No te lo tomes a mal, pero comparar una cerveza artesana con una comercial es como comparar un brick de Don Simón con un Gran Reserva. Los procesos y calidades son totalmente distintos.


Amigo, hace más de 10 años que bebo cerveza y cada día bebo más que el anterior, asi que conmigo no discutas de cerveza y de briks de Don simon, 

no creas que por remover el malta con un palo de madera que te regaló tu abuelo vas a descubrir una receta mágica que sucumba media españa, si entendieras un poco de cerveza como cualquier persona que entiende un mínimo sabrías que el único secreto de la cerveza es su frescura, esto quiere decir el tiempo que transcurre desde que la cerveza termina de fermentar hasta que llega a tu boca, recuerda que la cerveza no es vino por si no lo sabias, prueba tú mismo ve a lugares frecuentados por cerveceros y compara el producto con otros locales menos frecuentados, donde más se consume hallarás la mejor, pero no porque la hayan removido con un palo de madera, te invito a ir a la estrella galicia que seguro conocerás si eres de coruña y te darás cuenta de lo que hablo.
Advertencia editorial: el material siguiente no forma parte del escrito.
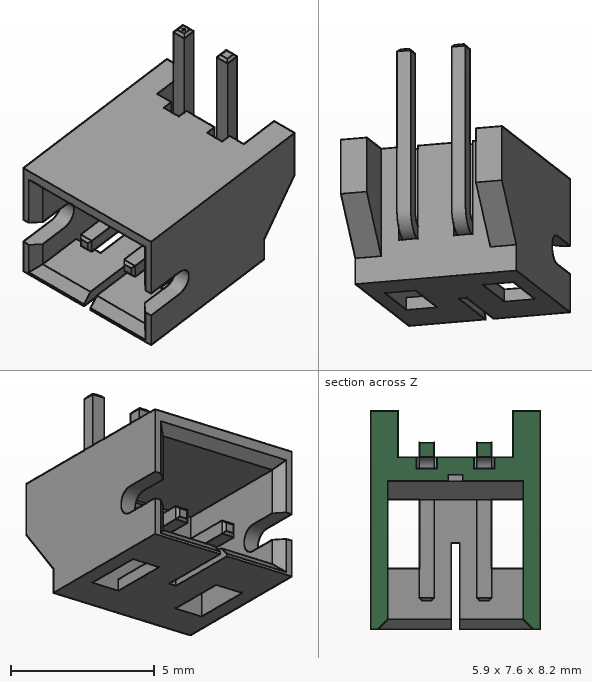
import cadquery as cq


width = 5.9
length = 7.6
height = 4.8
block_length = 5.995
wing_thickness = 0.95
wing_heel_height = 0.93
wing_edge_height = 2.845

side_wall = 0.6
floor_thickness = 0.44
roof_thickness = 0.74
mouth_bevel = 0.345
lower_depth = 4.51
step_bottom = 2.1
step_top = 2.75
upper_depth = lower_depth + step_top - step_bottom
cavity_width = width - 2 * side_wall
cavity_roof = height - roof_thickness

side_slot_height = 1.02
side_slot_length = 2.0
side_slot_z = 1.89
key_slot_width = 0.295
key_slot_length = 3.0
window_front = 2.115
window_inner_x = 1.23
pocket_width = 0.5
pocket_bottom = 3.755
pocket_height = 0.21
relief_width = 0.7
relief_depth = 0.39

pin_pitch = 2.0
pin_size = 0.51
pin_tip_chamfer = 0.1
pin_front = 1.0
pin_axis_z = 1.705
pin_top = 8.2
pin_rear = block_length + pin_size
bend_inner_radius = 0.41
bend_outer_radius = bend_inner_radius + pin_size
mark_diameter = 0.1
mark_depth = 0.1

pin_bottom = pin_axis_z - pin_size / 2
first_pin_x = -pin_pitch / 2


def box(x_min, x_max, y_min, y_max, z_min, z_max):
    size = (x_max - x_min, y_max - y_min, z_max - z_min)
    return cq.Workplane("XY").box(*size, centered=False).translate((x_min, y_min, z_min))


def side_profile(points, profile_width, centre_x=0):
    """Extrude a (Y, Z) outline symmetrically about centre_x."""
    outline = cq.Workplane("YZ").polyline(points).close()
    return outline.extrude(profile_width / 2, both=True).translate((centre_x, 0, 0))


def housing_body():
    body = side_profile(
        [
            (0, 0),
            (block_length, 0),
            (block_length, wing_heel_height),
            (length, wing_edge_height),
            (length, height),
            (0, height),
        ],
        width,
    )
    gap_half_width = width / 2 - wing_thickness
    return body.cut(box(-gap_half_width, gap_half_width, block_length, length, 0, height))


def mating_cavity():
    """Cavity with a sloped step in its rear wall and a bevelled mouth."""
    cavity = side_profile(
        [
            (0, floor_thickness),
            (lower_depth, floor_thickness),
            (lower_depth, step_bottom),
            (upper_depth, step_top),
            (upper_depth, cavity_roof),
            (0, cavity_roof),
        ],
        cavity_width,
    )
    cavity_height = cavity_roof - floor_thickness
    mouth = (
        cq.Workplane("XZ", origin=(0, 0, floor_thickness + cavity_height / 2))
        .rect(cavity_width + 2 * mouth_bevel, cavity_height + 2 * mouth_bevel)
        .workplane(offset=-mouth_bevel)
        .rect(cavity_width, cavity_height)
        .loft(ruled=True)
    )
    return cavity.union(mouth)


def side_slots():
    """Round-ended slot running through both side walls from the mouth."""
    radius = side_slot_height / 2
    straight = side_slot_length - radius
    return (
        cq.Workplane("YZ")
        .moveTo(0, side_slot_z - radius)
        .lineTo(straight, side_slot_z - radius)
        .threePointArc((side_slot_length, side_slot_z), (straight, side_slot_z + radius))
        .lineTo(0, side_slot_z + radius)
        .close()
        .extrude(width / 2, both=True)
    )


def floor_openings():
    """Central key slot and a window beside each side wall."""
    key_slot = box(-key_slot_width / 2, key_slot_width / 2, 0, key_slot_length, 0, floor_thickness)
    window = box(window_inner_x, cavity_width / 2, window_front, lower_depth, 0, floor_thickness)
    return key_slot.union(window).union(window.mirror("YZ"))


def rear_wall_pocket():
    """Wedge pocket in the upper rear wall with a 45 degree roof."""
    return side_profile(
        [
            (upper_depth, pocket_bottom),
            (upper_depth + pocket_height, pocket_bottom),
            (upper_depth, pocket_bottom + pocket_height),
        ],
        pocket_width,
    )


def bend_relief(x):
    """Notch in the block's rear face that clears the bend of a pin."""
    half_width = relief_width / 2
    front = block_length - relief_depth
    return box(x - half_width, x + half_width, front, block_length, pin_bottom, height)


def bent_pin(x):
    """Square pin running back from its tip and bending upward behind the block."""
    blank = side_profile(
        [
            (pin_front, pin_bottom),
            (pin_rear, pin_bottom),
            (pin_rear, pin_top),
            (block_length, pin_top),
            (block_length, pin_bottom + pin_size),
            (pin_front, pin_bottom + pin_size),
        ],
        pin_size,
        x,
    )
    inner_corner = cq.selectors.NearestToPointSelector((x, block_length, pin_bottom + pin_size))
    outer_corner = cq.selectors.NearestToPointSelector((x, pin_rear, pin_bottom))
    pin = blank.edges(inner_corner).fillet(bend_inner_radius)
    pin = pin.edges(outer_corner).fillet(bend_outer_radius)
    return pin.faces("<Y or >Z").chamfer(pin_tip_chamfer)


def first_pin_mark():
    """Small round dimple in the top of the first pin."""
    pin_axis_y = block_length + pin_size / 2
    return (
        cq.Workplane("XY", origin=(first_pin_x, pin_axis_y, pin_top - mark_depth))
        .circle(mark_diameter / 2)
        .extrude(mark_depth)
    )


result = (
    housing_body()
    .cut(mating_cavity())
    .cut(side_slots())
    .cut(floor_openings())
    .cut(rear_wall_pocket())
)
for pin_x in (first_pin_x, -first_pin_x):
    result = result.cut(bend_relief(pin_x)).union(bent_pin(pin_x))
result = result.cut(first_pin_mark())

Si quieres servir buena cerveza no te queda otra que montar un bar y servirla directamente en la barra, esto lo hacen en Catalunya porque la ley pasa más la vista gorda aunque cada vez menos, pero por tu zona olvidate de montar algo así, te van a pisar hasta los huevos!!!


----------



## yeustemain (8 Mar 2013)

lo malo es el tiempo de fermentación, una vez vez embotellado es incontrolable, varía cualquier factor que le apliques, temperatura, luz cambios de presión... así te encuentras luego que la mayoría de artesanales saben a levadura o contienen trazas de levadura.

Una gran cervezera no tiene esos problemas ya que el tiempo de consumo está controlado por un volumen altísimo de ventas, de ahí que sea muy dificil competir.


----------



## Mitsou (8 Mar 2013)

Tal y como están las cosas ahora mismo, no veo a la gente pagando 3 euros por una cerveza para consumirla habitualmente, puede pagarse para probarla y decir que está muy buena y tal, pero no para un consumo continuo. 

Si se puede ajustar el precio, el producto es bueno y pones a funcionar el boca a boca en el mundillo (que para ese tipo de cervezas es la mejor publicidad) igual, pero lo veo arriesgado


----------



## John Galt 007 (8 Mar 2013)

No lo veo viable a no ser que te entusiasme mucho el tema.

Los que ganan son los que te venden la maquinaria y te montan el chiringuito.


----------



## yeustemain (8 Mar 2013)

me refiero a competir en calidad y en garantía, se entiende creo yo...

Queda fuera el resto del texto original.